= Antonio Begines =

Spanish army officer (c. 1753 – 1813)

Antonio Begines de los Ríos y Bejerano (c. 1753 – 4 November 1813) was a Spanish military commander.

==Early career==
Born in Seville, as a cadet he saw action at Melilla in 1774. He sailed to South America in 1776 as a second lietenanant, returning to Spain to take part in the siege of Gibraltar until the end of 1781. In 1782–1783 he was again stationed in América.

Promoted to captain in 1789, he then saw action in the War of the Pyrenees.

==Peninsular War==

He was promoted to Infantry colonel in 1808, serving with the Infantry Regiment of Granada.

According to the Gazeta de Madrid of 4 November 1808, Colonel Begines, at the head of the Baza Regiment had passed through the city of Murcia the previous month on its way to Catalonia, as had the Artillery convoy of General Reding's Army of Granada, under Brigadier Gacitúa, and 658 hussars under the Marquis de Campverde.

He was taken prisoner at Gerona in 1809, but managed to escape and made his way to join Blake's army at Isla de León. Promoted to brigadier in June 1810, later that year he was given the command of the 1st Division of the 4th Army.

The December 1810 decree (published 11 January 1811), which re-structured the Spanish Army into seven armies, incorporated the area of Campo de Gibraltar into the 4th Army, under the command of Lieutenant general, the Marquis de Coupigny, with two vanguard divisions under Zayas and Lardizabal. Begines was appointed commander of the Campo de Gibraltar, substituting the Marquis de Portago.

Following the Battle of Barrosa (March 1811), Begines, with three battalions, was based around the mountains of Ronda. On the 8th, at Medina Sidonia, his troops repulsed a French column of 600 men, led by General Cassagne, that had come to occupy the town. However, the following day they were forced to withdraw towards San Roque and Algeciras when French reinforcements approached.

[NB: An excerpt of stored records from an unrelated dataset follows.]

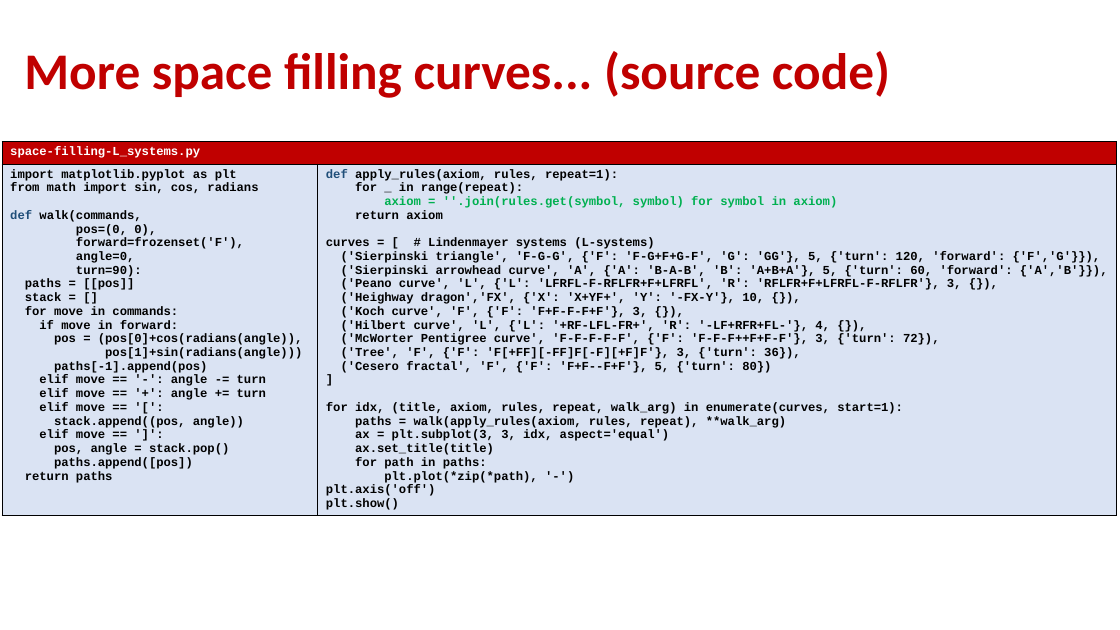
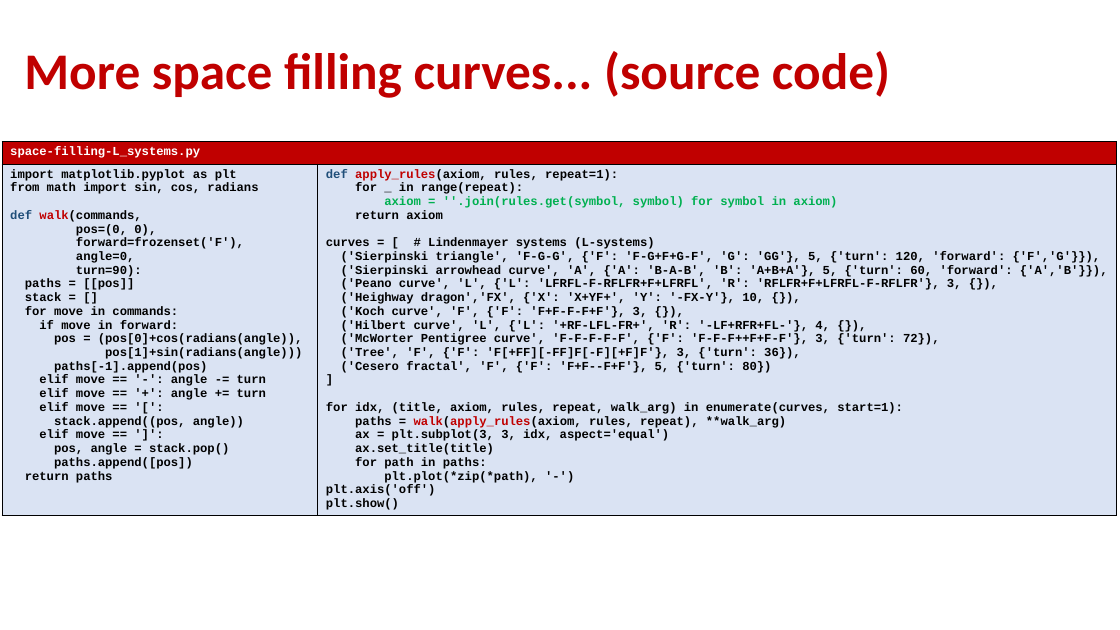
Before and after one commit to gsbrodal/gsbrodal.github.io, a slide deck: slide 26 of ipsa/slides/text.pptx. Drawn at 1120x630 pixels with LibreOffice and Linux fonts; fonts in the diff are those of the drawing. Boxes give left, top, right and bottom in pixels: in the first picture for what was removed or moved away, otherwise in the second. Text is boxed around its words. In the diff, an @@ line names an element or a change of style, - is before the commit and + after.

Commit message:
updated text slides

```diff
--- a/ipsa/slides/text.pptx
+++ b/ipsa/slides/text.pptx
@@ table at (2,142,1117,541) @@
@@ text colour #000000 to #C00000 in "walk(commands,", "apply_rules(axiom,", "walk(apply_rules(axiom," @@
```
Also in this commit, not shown: 7 other slides changed, 5 other files.

On 3 June 1811, at Dehesa de Gaena, between Olvera and Morón, Begines, at the head of 400 infantry and 250 horse ambushed a battalion of 500 Polish troops who were on their way to reinforce the French troops at Ronda. Later that month he was promoted to field marshal.

At the end of August 1811, he was substituted as commander of the Campo de Gibraltar by Lieutenant general Francisco Ballesteros. However, Ballesteros proved himself very unpopular in Andalusia and the Regency received several complaints about him. Matters came to a head when Ballesteros refused to accept Wellington's appointment as commander-in-chief of the Spanish Army and was relieved of his command, with Duke del Parque taking over command of the 4th Army. Begines, now a field marshal, was appointed the prosecutor for Ballesteros's court martial.

Begines was appointed governor of Madrid and captain general of New Castile on 1 June 1813.

==Bibliography==

- Napier, William Francis Patrick (1839). History of the War in the Peninsula and in the South of France, From the Year 1807 to the Year 1814, Volume 2.